For direct SDK integration without the script:

import json, os, tempfile
from dingo.config import InputArgs
from dingo.exec import Executor

# IMPORTANT: wrap article into JSONL — plaintext is read line-by-line otherwise
article_text = open("article.md", encoding="utf-8").read()
tmp = tempfile.NamedTemporaryFile(mode="w", suffix=".jsonl", delete=False, encoding="utf-8")
tmp.write(json.dumps({"content": article_text}, ensure_ascii=False) + "\n")
tmp.close()

config = {
    "input_path": tmp.name,
    "dataset": {"source": "local", "format": "jsonl"},
    "executor": {"max_workers": 1},
    "evaluator": [{
        "fields": {"content": "content"},
        "evals": [{
            "name": "ArticleFactChecker",
            "config": {
                "key": os.environ["OPENAI_API_KEY"],
                "model": os.getenv("OPENAI_MODEL", "gpt-5.4-mini"),
                "api_url": os.getenv("OPENAI_BASE_URL", "https://api.openai.com/v1"),
                "parameters": {
                    "temperature": 0,
                    "agent_config": {
                        "max_concurrent_claims": 5,
                        "max_iterations": 50,
                        "tools": {
                            "claims_extractor": {
                                "api_key": os.environ["OPENAI_API_KEY"],
                                "model": os.getenv("OPENAI_MODEL", "gpt-5.4-mini"),
                                "base_url": os.getenv("OPENAI_BASE_URL", "https://api.openai.com/v1"),
                                "max_claims": 50
                            },
                            "arxiv_search": {"max_results": 5},
                            **({"tavily_search": {"api_key": os.environ["TAVILY_API_KEY"]}}
                               if os.getenv("TAVILY_API_KEY") else {})
                        }
                    }
                }
            }
        }]
    }]
}

if __name__ == "__main__":
    result = Executor.exec_map["local"](InputArgs(**config)).execute()
    print(f"Score: {result.score:.1f}%  |  Output: {result.output_path}")
    os.unlink(tmp.name)

Key requirement: Always use if __name__ == "__main__": when running Dingo with multiprocessing — required on macOS, recommended everywhere.

Interpreting the output

The summary.json in the output directory contains overall stats. Detailed per-claim results are in content/QUALITY_BAD_*.jsonl (for articles with false claims).

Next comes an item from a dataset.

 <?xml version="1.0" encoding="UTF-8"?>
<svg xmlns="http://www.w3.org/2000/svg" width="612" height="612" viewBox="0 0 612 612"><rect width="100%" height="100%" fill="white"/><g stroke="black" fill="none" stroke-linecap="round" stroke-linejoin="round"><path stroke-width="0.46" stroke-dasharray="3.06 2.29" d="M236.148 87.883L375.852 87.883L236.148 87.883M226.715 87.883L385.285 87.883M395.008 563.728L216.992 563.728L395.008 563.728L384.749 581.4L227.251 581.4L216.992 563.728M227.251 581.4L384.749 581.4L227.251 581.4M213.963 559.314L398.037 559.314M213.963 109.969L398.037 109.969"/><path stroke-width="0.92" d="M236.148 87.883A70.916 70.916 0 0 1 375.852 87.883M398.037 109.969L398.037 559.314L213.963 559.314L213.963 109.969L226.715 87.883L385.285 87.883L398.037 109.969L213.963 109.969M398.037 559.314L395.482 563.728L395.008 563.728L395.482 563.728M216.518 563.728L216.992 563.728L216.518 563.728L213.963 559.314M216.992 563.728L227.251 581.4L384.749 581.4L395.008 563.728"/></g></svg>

Each result item's eval_details.content[0] has:

  • score: accuracy_score (0.0–1.0, ratio of verified-true claims)
  • reason[0]: human-readable text summary
  • reason[1]: full structured report dict with detailed_findings and false_claims_comparison

For advanced configuration (model selection, claim types, tuning), see references/advanced-config.md.